Instructions for the task>
Starting with the first line below, extract each line through the one that contains "core_crown_y = bar_width / 2 - back_wall", inclusive, excluding pictures.

Recorded data>
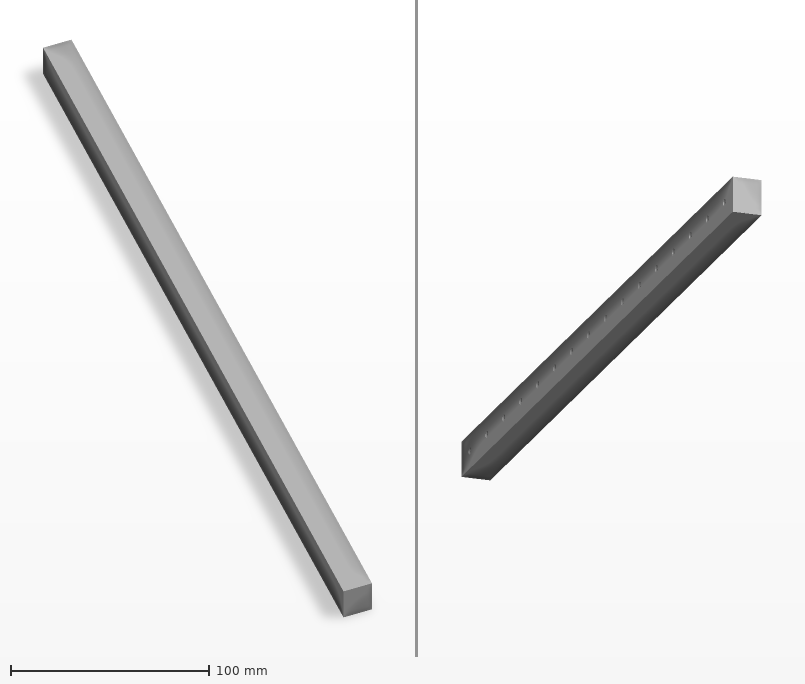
import cadquery as cq
import math

span_x = 411.0
span_y = 25.5
bar_height = 19.0
turn_degrees = 1.4

turn = math.radians(turn_degrees)
bar_length = (span_x * math.cos(turn) - span_y * math.sin(turn)) / math.cos(2 * turn)
bar_width = (span_y * math.cos(turn) - span_x * math.sin(turn)) / math.cos(2 * turn)

skin = 0.2
back_wall = 1.03
core_half_height = bar_height / 2 - skin
core_front_y = skin - bar_width / 2
core_crown_y = bar_width / 2 - back_wall
core_shoulder_y = 1.2

hole_diameter = 3.6
hole_count = 16
hole_spacing = bar_length / hole_count


def make_core_blank():
    """The D-shaped prism: flat front, flat top and bottom, round back."""
    return (
        cq.Workplane("YZ")
        .moveTo(core_front_y, -core_half_height)
        .lineTo(core_shoulder_y, -core_half_height)
        .threePointArc((core_crown_y, 0), (core_shoulder_y, core_half_height))
        .lineTo(core_front_y, core_half_height)
        .close()
        .extrude(bar_length / 2, both=True)
    )


def make_hole_cutters():
    """Round cutters along +Y, from the middle of the bar out through its back face."""
    first_hole_x = -hole_spacing * (hole_count - 1) / 2
    centres = [(first_hole_x + index * hole_spacing, 0) for index in range(hole_count)]
    return cq.Workplane("XZ").pushPoints(centres).circle(hole_diameter / 2).extrude(-bar_width)


def turn_about_z(body):
    """Turn a body about the Z axis from along X to its place."""
    return body.rotate((0, 0, 0), (0, 0, 1), turn_degrees)


def make_core():
    """Core: fills the bore of the casing and closes the inner ends of the holes."""
    return turn_about_z(make_core_blank())


def make_casing():
    """Casing: rectangular bar with a D-shaped bore and a row of holes in its back wall."""
    bar = cq.Workplane("XY").box(bar_length, bar_width, bar_height)
    return turn_about_z(bar.cut(make_core_blank()).cut(make_hole_cutters()))


casing = make_casing()
core = make_core()
result = cq.Compound.makeCompound([casing.val(), core.val()])

Written answer>
import cadquery as cq
import math

span_x = 411.0
span_y = 25.5
bar_height = 19.0
turn_degrees = 1.4

turn = math.radians(turn_degrees)
bar_length = (span_x * math.cos(turn) - span_y * math.sin(turn)) / math.cos(2 * turn)
bar_width = (span_y * math.cos(turn) - span_x * math.sin(turn)) / math.cos(2 * turn)

skin = 0.2
back_wall = 1.03
core_half_height = bar_height / 2 - skin
core_front_y = skin - bar_width / 2
core_crown_y = bar_width / 2 - back_wall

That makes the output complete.